This repository contains the experimental setup and results for benchmarking the LMCache network under various latency conditions. The goal is to evaluate the performance impact of network latency on LMCache using standardized benchmarking tools.
We conducted experiments by simulating different network latency values and measuring the system's performance. The experiments were performed using the llmperf benchmarking tool to ensure reliable and comparable results.
The following latency values were tested during the experiments:
- 0ms
- 10ms
- 20ms
- 30ms
- 40ms
- 50ms
- 1000ms
The benchmarking was carried out using llmperf, which provides a comprehensive framework for evaluating language model performance under various conditions.
To run the experiment, first start the containers:
docker-compose up -dThen, set the desired round-trip latency between vLLM+LMCache and Redis by running:
./scripts/latency.sh <RTT_MS>This command applies the specified <RTT_MS> latency to the network communication between the vLLM+LMCache container and the Redis container.
RAY_memory_usage_threshold=0.99
RAY_num_cpus=1
OPENAI_API_BASE="http://127.0.0.1:8000/v1"
OPENAI_API_KEY="sk-local"
python token_benchmark_ray.py --model "Qwen/Qwen3-0.6B" --mean-input-tokens 128 --stddev-input-tokens 32 --mean-output-tokens 64 --stddev-output-tokens 16 --max-num-completed-requests 50 --timeout 300 --num-concurrent-requests 1 --results-dir "result_outputs/0ms" --llm-api openai --additional-sampling-params '{}'flowchart LR
%% Client
User["User (localhost): curl/llmperf"]
%% vLLM container
subgraph VCON["vLLM container"]
VLLM["vLLM + LMCache"]
Veth["eth0"]
NetemV["tc netem (latency)"]
end
%% Redis container
subgraph RCON["Redis container"]
Redis["Redis"]
Reth["eth0"]
NetemR["tc netem (latency)"]
end
%% Client -> vLLM API
User -->|"OpenAI API port 8000"| VLLM
%% vLLM -> netem -> Redis (latency is injected here)

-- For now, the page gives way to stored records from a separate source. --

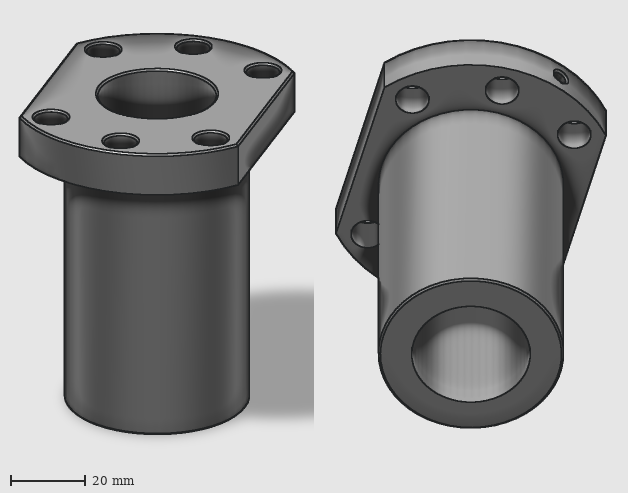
import cadquery as cq
import math

total_length = 90.0
flange_diameter = 80.0
flange_width = 62.0
flange_thickness = 12.0
body_diameter = 50.0
bore_diameter = 32.0
edge_chamfer = 0.5

bolt_hole_diameter = 9.0
bolt_circle_diameter = 65.0
bolt_hole_spacing = 44.2

oil_port_diameter = 4.0
oil_mouth_diameter = 5.2
oil_port_depth = 12.0
oil_port_angle = 112.5

flange_bottom = total_length - flange_thickness
flange_radius = flange_diameter / 2
oil_port_height = flange_bottom + flange_thickness / 2


def make_body():
    """Cylindrical nut body, chamfered at its free end."""
    body = cq.Workplane("XY").circle(body_diameter / 2).extrude(flange_bottom)
    return body.faces("<Z").chamfer(edge_chamfer)


def make_flange():
    """Round flange cut by two flats and chamfered around its top face."""
    disc = cq.Workplane("XY").workplane(offset=flange_bottom).circle(flange_radius).extrude(flange_thickness)
    flats = cq.Workplane("XY").box(flange_width, flange_diameter, total_length, centered=(True, True, False))
    return disc.intersect(flats).faces(">Z").chamfer(edge_chamfer)


def make_chamfered_hole(diameter, depth):
    """Cutter for a hole going down from the flange face, widened at its mouth."""
    radius = diameter / 2
    profile = [
        (0, total_length),
        (radius + edge_chamfer, total_length),
        (radius, total_length - edge_chamfer),
        (radius, total_length - depth),
        (0, total_length - depth),
    ]
    return cq.Workplane("XZ").polyline(profile).close().revolve(360, (0, 0, 0), (0, 1, 0))


def make_oil_port():
    """Cutter for the blind oil port, running inward from the rim with a chamfered mouth."""
    port_radius = oil_port_diameter / 2
    mouth_radius = oil_mouth_diameter / 2
    mouth_bottom = flange_radius - (mouth_radius - port_radius)
    port_bottom = flange_radius - oil_port_depth
    outside = flange_radius + edge_chamfer
    profile = [
        (port_bottom, 0),
        (port_bottom, port_radius),
        (mouth_bottom, port_radius),
        (flange_radius, mouth_radius),
        (outside, mouth_radius),
        (outside, 0),
    ]
    port = cq.Workplane("XY").polyline(profile).close().revolve(360, (0, 0, 0), (1, 0, 0))
    return port.rotate((0, 0, 0), (0, 0, 1), oil_port_angle).translate((0, 0, oil_port_height))


result = make_body().union(make_flange())
result = result.cut(make_chamfered_hole(bore_diameter, total_length))

bolt_hole = make_chamfered_hole(bolt_hole_diameter, flange_thickness)
for group_angle in (90, 270):
    for step in (-1, 0, 1):
        angle = math.radians(group_angle + step * bolt_hole_spacing)
        x = bolt_circle_diameter / 2 * math.cos(angle)
        y = bolt_circle_diameter / 2 * math.sin(angle)
        result = result.cut(bolt_hole.translate((x, y, 0)))

result = result.cut(make_oil_port())
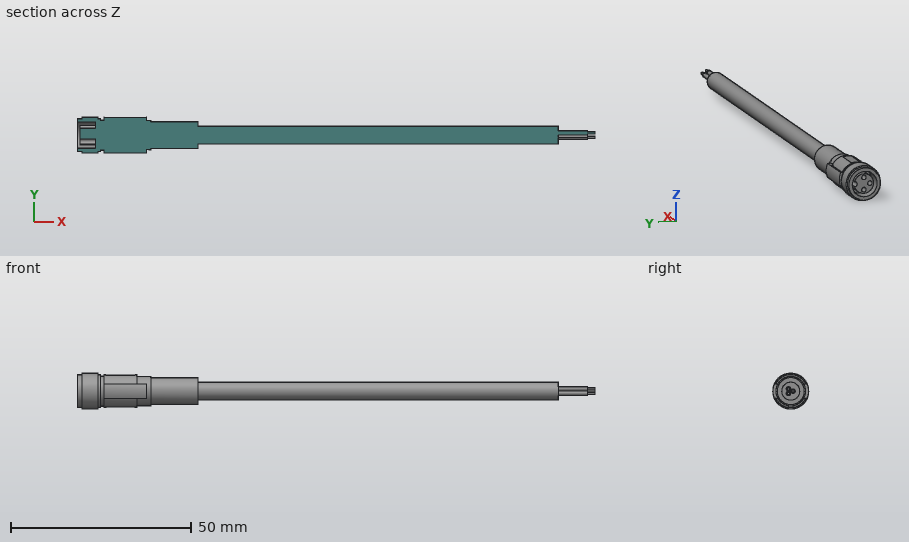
import cadquery as cq
import math

TOTAL_LENGTH = 143.7
RING_START = 1.3
RING_END = 5.75
FLANGE_END = 6.5
BODY_START = 7.4
BODY_END = 16.5
RIB_END = 19.2
COLLAR_END = 20.4
SLEEVE_END = 33.5
CABLE_END = 133.5
INSULATION_END = 141.6

NOSE_RADIUS = 4.6
RING_RADIUS = 5.0
FLANGE_RADIUS = 4.6
NECK_RADIUS = 4.2
BODY_RADIUS = 4.6
COLLAR_RADIUS = 4.1
SLEEVE_RADIUS = 3.75
CABLE_RADIUS = 2.5

INSERT_RADIUS = 2.8
INSERT_RECESS = 0.7
SOCKET_RADIUS = 3.6
SOCKET_DEPTH = 5.0
PIN_HOLE_RADIUS = 0.65
PIN_CIRCLE_RADIUS = 1.75
PIN_HOLE_ANGLES = (-90, 180, 90)
KEYWAY_RADIUS = 0.7
KEYWAY_OFFSET = 2.65

RIB_WIDTH = 4.0
RIB_RADIUS = RING_RADIUS
FLAT_WIDTH = 2.6
FLAT_END_GAP = 0.4
FLAT_CORNER = 0.4

WIRE_RADIUS = 0.63
CONDUCTOR_RADIUS = 0.35
WIRE_EMBED = 1.0


def cylinder(start, end, radius, y=0.0, z=0.0):
    """Cylinder along X between two stations."""
    axis = cq.Vector(1, 0, 0)
    return cq.Workplane(cq.Solid.makeCylinder(radius, end - start, cq.Vector(start, y, z), axis))


def make_turned_sections():
    sections = [
        (RING_START, NOSE_RADIUS),
        (RING_END, RING_RADIUS),
        (FLANGE_END, FLANGE_RADIUS),
        (BODY_START, NECK_RADIUS),
        (BODY_END, BODY_RADIUS),
        (COLLAR_END, COLLAR_RADIUS),
        (SLEEVE_END, SLEEVE_RADIUS),
        (CABLE_END, CABLE_RADIUS),
    ]
    outline = cq.Workplane("XZ")
    start = 0.0
    for end, radius in sections:
        outline = outline.lineTo(start, radius).lineTo(end, radius)
        start = end
    outline = outline.lineTo(CABLE_END, 0).close()
    return outline.revolve(360, (0, 0, 0), (1, 0, 0))


def make_ribs():
    """Two ribs on the +Y and -Y sides, rounded to the radius of the ring."""
    length = RIB_END - BODY_START
    band = cq.Workplane("XY").box(length, 2 * RIB_RADIUS, RIB_WIDTH, centered=(False, True, True))
    band = band.translate((BODY_START, 0, 0))
    return band.intersect(cylinder(BODY_START, RIB_END, RIB_RADIUS))


def cut_flats(body):
    """Shallow flats on the top and bottom, with chamfered corners."""
    length = BODY_END - BODY_START - 2 * FLAT_END_GAP
    middle = (BODY_START + BODY_END) / 2
    level = math.sqrt(BODY_RADIUS**2 - (FLAT_WIDTH / 2) ** 2)
    cutter = (
        cq.Workplane("XY", origin=(middle, 0, level))
        .rect(length, FLAT_WIDTH)
        .extrude(BODY_RADIUS - level)
        .edges("|Z")
        .chamfer(FLAT_CORNER)
    )
    return body.cut(cutter).cut(cutter.mirror("XY"))


def cut_socket(body):
    """Socket around a set-back insert with three pin holes and a keyway."""
    insert = cylinder(INSERT_RECESS, SOCKET_DEPTH, INSERT_RADIUS)
    insert = insert.cut(cylinder(0, SOCKET_DEPTH, KEYWAY_RADIUS, y=KEYWAY_OFFSET))
    body = body.cut(cylinder(0, SOCKET_DEPTH, SOCKET_RADIUS).cut(insert))
    for angle in PIN_HOLE_ANGLES:
        turn = math.radians(angle)
        y = PIN_CIRCLE_RADIUS * math.cos(turn)
        z = PIN_CIRCLE_RADIUS * math.sin(turn)
        body = body.cut(cylinder(0, SOCKET_DEPTH, PIN_HOLE_RADIUS, y, z))
    return body


def add_wires(body):
    positions = [(-WIRE_RADIUS, WIRE_RADIUS), (-WIRE_RADIUS, -WIRE_RADIUS), (WIRE_RADIUS, 0)]
    for y, z in positions:
        body = body.union(cylinder(CABLE_END - WIRE_EMBED, INSULATION_END, WIRE_RADIUS, y, z))
        body = body.union(cylinder(INSULATION_END - WIRE_EMBED, TOTAL_LENGTH, CONDUCTOR_RADIUS, y, z))
    return body


part = make_turned_sections().union(make_ribs())
part = cut_flats(part)
part = cut_socket(part)
result = add_wires(part)
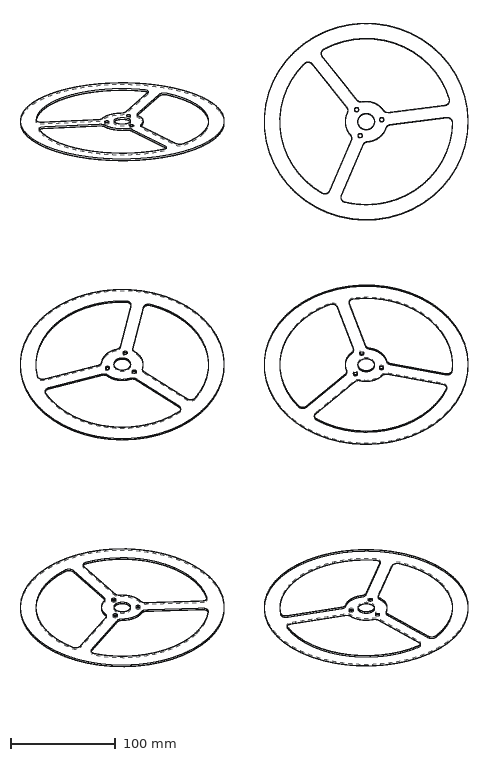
import cadquery as cq

outer_diameter = 195.0
thickness = 2.0
rim_inner_diameter = 165.0
hub_diameter = 40.0
bore_diameter = 16.0
spoke_width = 12.0
spoke_count = 3
first_spoke_angle = 90.0
corner_radius = 5.0
bolt_hole_diameter = 4.0
bolt_circle_radius = 15.0


def disc(diameter):
    """Round plate whose seam line points along the first spoke."""
    plate = cq.Workplane("XY").circle(diameter / 2).extrude(thickness)
    return plate.rotate((0, 0, 0), (0, 0, 1), first_spoke_angle)


def spoke(angle):
    """Straight bar from the centre to the middle of the rim."""
    length = (outer_diameter + rim_inner_diameter) / 4
    bar = cq.Workplane("XY").rect(length, spoke_width).extrude(thickness)
    return bar.translate((length / 2, 0, 0)).rotate((0, 0, 0), (0, 0, 1), angle)


def spoke_windows():
    """Openings between hub, spokes and rim, with rounded corners."""
    windows = disc(rim_inner_diameter).cut(disc(hub_diameter))
    for index in range(spoke_count):
        windows = windows.cut(spoke(first_spoke_angle + index * 360 / spoke_count))
    return windows.edges("|Z").fillet(corner_radius)


def hub_holes():
    """Central bore and one bolt hole in line with each spoke."""
    bolt_holes = (
        cq.Workplane("XY")
        .polarArray(bolt_circle_radius, first_spoke_angle, 360, spoke_count)
        .circle(bolt_hole_diameter / 2)
        .extrude(thickness)
    )
    return disc(bore_diameter).union(bolt_holes)


result = disc(outer_diameter).cut(spoke_windows()).cut(hub_holes())
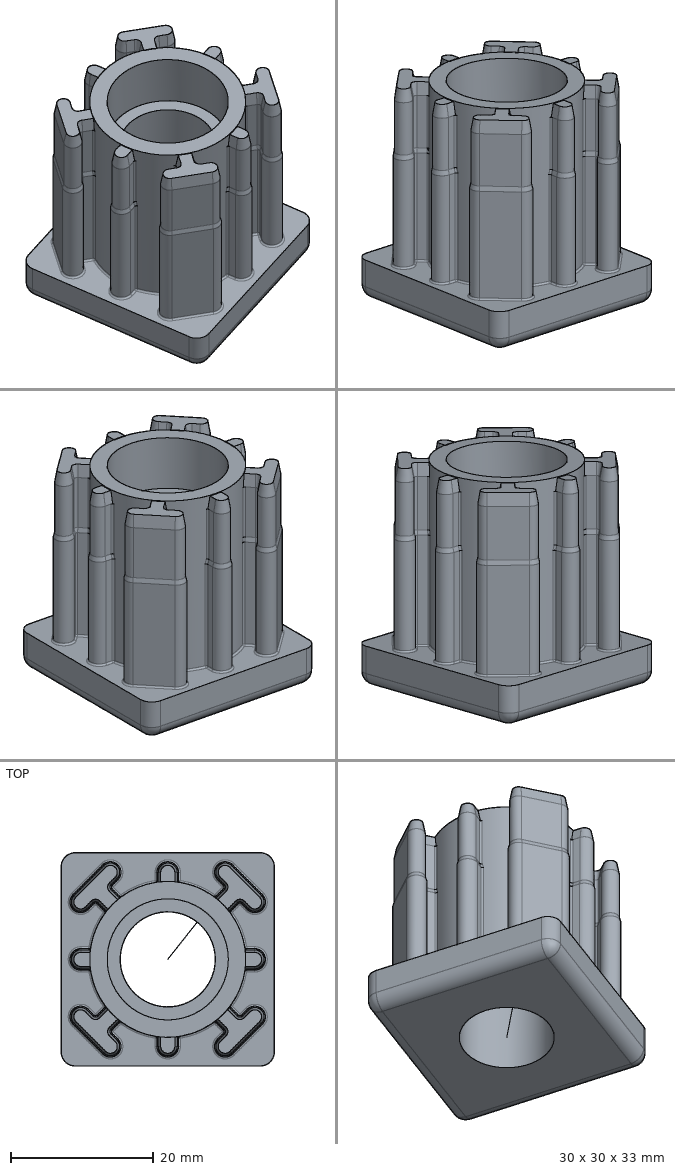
import cadquery as cq
import math

total_height = 33.0
base_side = 30.0
base_height = 6.0
base_corner_radius = 2.0
base_bottom_fillet = 1.98

sleeve_radius = 10.95
bore_radius = 8.5
bore_depth = 8.0
through_hole_radius = 6.65

step_start = 22.35
step_end = 23.07
tip_start = 30.95
rib_top = 32.9
step_inset = 0.18
tip_taper = 10.0

rib_half_width = 1.52
rib_reach = 13.73
rib_end_center = rib_reach - rib_half_width
rib_inner_end = 9.25

bar_outer_face = 15.85
bar_half_width = 1.5
bar_center = bar_outer_face - bar_half_width
bar_half_length = math.sqrt(2) * (rib_reach - bar_half_width) - bar_center
stem_half_width = 1.5

root_fillet = 0.3
foot_fillet = 0.25

tolerance = 0.003


def straight_outline(plane):
    """Round-ended rib along the local X axis."""
    return (
        plane.moveTo(rib_inner_end, -rib_half_width)
        .lineTo(rib_end_center, -rib_half_width)
        .threePointArc((rib_reach, 0), (rib_end_center, rib_half_width))
        .lineTo(rib_inner_end, rib_half_width)
        .close()
    )


def tee_outline(plane):
    """T-shaped rib with its stem along the local X axis and a round-ended bar."""
    inner = bar_center - bar_half_width
    bar_end = bar_half_length + bar_half_width
    stem_end = inner - root_fillet
    corner_side = stem_half_width + root_fillet
    return (
        plane.moveTo(rib_inner_end, -stem_half_width)
        .lineTo(stem_end, -stem_half_width)
        .tangentArcPoint((inner, -corner_side), relative=False)
        .lineTo(inner, -bar_half_length)
        .threePointArc((bar_center, -bar_end), (bar_outer_face, -bar_half_length))
        .lineTo(bar_outer_face, bar_half_length)
        .threePointArc((bar_center, bar_end), (inner, bar_half_length))
        .lineTo(inner, corner_side)
        .tangentArcPoint((stem_end, stem_half_width), relative=False)
        .lineTo(rib_inner_end, stem_half_width)
        .close()
    )


def is_root_edge(edge):
    """True for a rising edge that lies on the sleeve surface."""
    start = edge.startPoint()
    end = edge.endPoint()
    rises = abs(start.z - end.z) > tolerance
    on_sleeve = all(abs(math.hypot(p.x, p.y) - sleeve_radius) < tolerance for p in (start, end))
    return rises and on_sleeve


def ribbed_layer(bottom, top, inset, taper):
    """Slice of the sleeve with all eight ribs."""
    height = top - bottom
    level = cq.Workplane().workplane(offset=bottom)
    layer = level.circle(sleeve_radius).extrude(height)
    for outline, first_angle in ((straight_outline, 0), (tee_outline, 45)):
        profile = outline(level)
        if inset:
            profile = profile.offset2D(-inset)
        rib = profile.extrude(height, taper=taper)
        for quarter in range(4):
            layer = layer.union(rib.rotate((0, 0, 0), (0, 0, 1), first_angle + 90 * quarter))
    return layer


def fillet_roots(layer):
    """Round the concave corners where the ribs meet the sleeve."""
    return layer.edges().filter(is_root_edge).fillet(root_fillet)


def flanged_base():
    """Square base with rounded corners and a rounded bottom rim."""
    return (
        cq.Workplane()
        .rect(base_side, base_side)
        .extrude(base_height)
        .edges("|Z")
        .fillet(base_corner_radius)
        .faces("<Z")
        .edges()
        .fillet(base_bottom_fillet)
    )


inside_rim = base_side / 2 - tolerance
foot_edges = cq.selectors.BoxSelector(
    (-inside_rim, -inside_rim, base_height - tolerance),
    (inside_rim, inside_rim, base_height + tolerance),
    boundingbox=True,
)
body = flanged_base().union(fillet_roots(ribbed_layer(base_height, step_start, 0, 0)))
body = body.edges(foot_edges).fillet(foot_fillet)

step_taper = math.degrees(math.atan2(step_inset, step_end - step_start))
body = body.union(fillet_roots(ribbed_layer(step_start, step_end, 0, step_taper)))
body = body.union(fillet_roots(ribbed_layer(step_end, tip_start, step_inset, 0)))
body = body.union(ribbed_layer(tip_start, rib_top, step_inset, tip_taper))
sleeve = cq.Workplane().circle(sleeve_radius).extrude(total_height - base_bottom_fillet)
body = body.union(sleeve.translate((0, 0, base_bottom_fillet)))

bore = cq.Workplane().workplane(offset=total_height - bore_depth).circle(bore_radius).extrude(bore_depth)
through_hole = cq.Workplane().circle(through_hole_radius).extrude(total_height)
result = body.cut(bore).cut(through_hole)

VLLM -->|"KV ops GET/PUT"| NetemV
NetemV -->|"TCP 6379"| NetemR
NetemR --> Redis
%% NIC attachment (visual)
VLLM --- Veth
Redis --- Reth
Veth --- NetemV
Reth --- NetemR
%% Optional: show tested latencies
Legend["Latency settings: 0/10/20/30/40/50/1000 ms"]
NetemV --- Legend
The user sends requests from the localhost to the vLLM API server. LMCache inside the vLLM container performs KV operations against Redis over TCP. Network latency is injected using tc netem on each container's eth0. We tested with X ∈ {0, 10, 20, 30, 40, 50, 1000} ms.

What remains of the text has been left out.